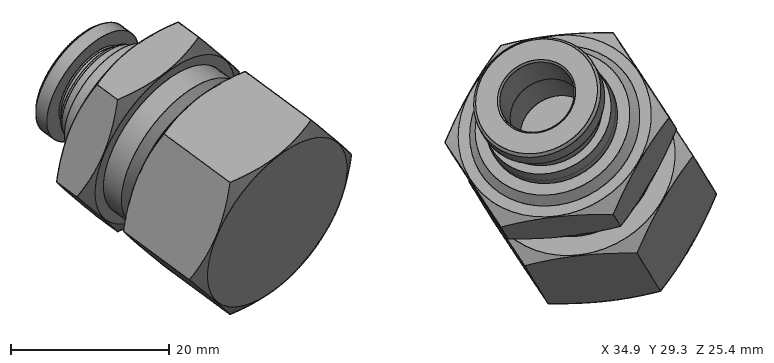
import cadquery as cq
import math


HEX_WIDTH = 25.4
HEX_FACE_DIAMETER = 25.25
HEX_CHAMFER_ANGLE = 30

TOTAL_LENGTH = 34.9
FLANGE_END = 2.3
NECK_CONE_END = 2.5
COLLAR_START = 3.5
HOUSING_START = 5.4
TAPER_END = 6.95
THREAD_START = 7.92
NUT_START = 9.05
NUT_END = 15.05
THREAD_CHAMFER_START = 18.22
RELIEF_START = 19.45
HEAD_START = 20.87

FLANGE_DIAMETER = 16.6
NECK_DIAMETER = 11.9
BORE_DIAMETER = 9.75
COLLAR_DIAMETER = 14.3
SHOULDER_DIAMETER = 17.0
SHOULDER_TAPER = 0.17
THREAD_DIAMETER = 22.23
THREAD_TIP_DIAMETER = 20.2
RELIEF_DIAMETER = 20.0

FLANGE_CHAMFER = 0.35
NECK_CONE_HEIGHT = 0.15
COLLAR_CHAMFER_LENGTH = 0.35
COLLAR_CHAMFER_HEIGHT = 0.15
BORE_CHAMFER = 0.25

TUBE_DEPTH = 10.47


def revolve_profile(points):
    """Turn a closed (x, radius) outline around the X axis."""
    return cq.Workplane("XY").polyline(points).close().revolve(360, (0, 0, 0), (1, 0, 0))


def cylinder(start, end, diameter):
    """Make a cylinder along X."""
    return cq.Workplane("YZ", origin=(start, 0, 0)).circle(diameter / 2).extrude(end - start)


def chamfered_hexagon(start, end):
    """Make a hexagon along X with corners on the Y axis and both ends chamfered."""
    corner_radius = HEX_WIDTH / 2 / math.cos(math.radians(30))
    face_radius = HEX_FACE_DIAMETER / 2
    chamfer_length = (corner_radius - face_radius) * math.tan(math.radians(HEX_CHAMFER_ANGLE))
    prism = (
        cq.Workplane("YZ", origin=(start, 0, 0))
        .polygon(6, 2 * corner_radius)
        .extrude(end - start)
    )
    envelope = revolve_profile([
        (start, 0),
        (start, face_radius),
        (start + chamfer_length, corner_radius),
        (end - chamfer_length, corner_radius),
        (end, face_radius),
        (end, 0),
    ])
    return prism.intersect(envelope)


def make_release_sleeve():
    """Make the flanged, collared sleeve that butts against the housing."""
    flange_radius = FLANGE_DIAMETER / 2
    neck_radius = NECK_DIAMETER / 2
    collar_radius = COLLAR_DIAMETER / 2
    bore_radius = BORE_DIAMETER / 2
    return revolve_profile([
        (0, bore_radius + BORE_CHAMFER),
        (0, flange_radius - FLANGE_CHAMFER),
        (FLANGE_CHAMFER, flange_radius),
        (FLANGE_END, flange_radius),
        (FLANGE_END, neck_radius + NECK_CONE_HEIGHT),
        (NECK_CONE_END, neck_radius),
        (COLLAR_START, neck_radius),
        (COLLAR_START, collar_radius - COLLAR_CHAMFER_HEIGHT),
        (COLLAR_START + COLLAR_CHAMFER_LENGTH, collar_radius),
        (HOUSING_START, collar_radius),
        (HOUSING_START, bore_radius),
        (BORE_CHAMFER, bore_radius),
    ])


def make_housing():
    """Make the stepped threaded housing with its hexagonal head and blind tube bore."""
    shoulder_radius = SHOULDER_DIAMETER / 2
    thread_radius = THREAD_DIAMETER / 2
    relief_radius = RELIEF_DIAMETER / 2
    barrel = revolve_profile([
        (HOUSING_START, 0),
        (HOUSING_START, shoulder_radius - SHOULDER_TAPER),
        (TAPER_END, shoulder_radius),
        (THREAD_START, shoulder_radius),
        (THREAD_START, THREAD_TIP_DIAMETER / 2),
        (NUT_START, thread_radius),
        (THREAD_CHAMFER_START, thread_radius),
        (RELIEF_START, relief_radius),
        (HEAD_START, relief_radius),
        (HEAD_START, 0),
    ])
    tube_bore = cylinder(HOUSING_START, TUBE_DEPTH, BORE_DIAMETER)
    return barrel.union(chamfered_hexagon(HEAD_START, TOTAL_LENGTH)).cut(tube_bore)


def make_lock_nut():
    """Make the hexagonal nut that fits around the housing thread."""
    return chamfered_hexagon(NUT_START, NUT_END).cut(cylinder(NUT_START, NUT_END, THREAD_DIAMETER))


release_sleeve = make_release_sleeve()
housing = make_housing()
lock_nut = make_lock_nut()

result = cq.Compound.makeCompound([release_sleeve.val(), housing.val(), lock_nut.val()])

§ Problem requirements
For the string "prism", find every line of the material that contains it, and copy each one.

§ Exercise output
    prism = (
    return prism.intersect(envelope)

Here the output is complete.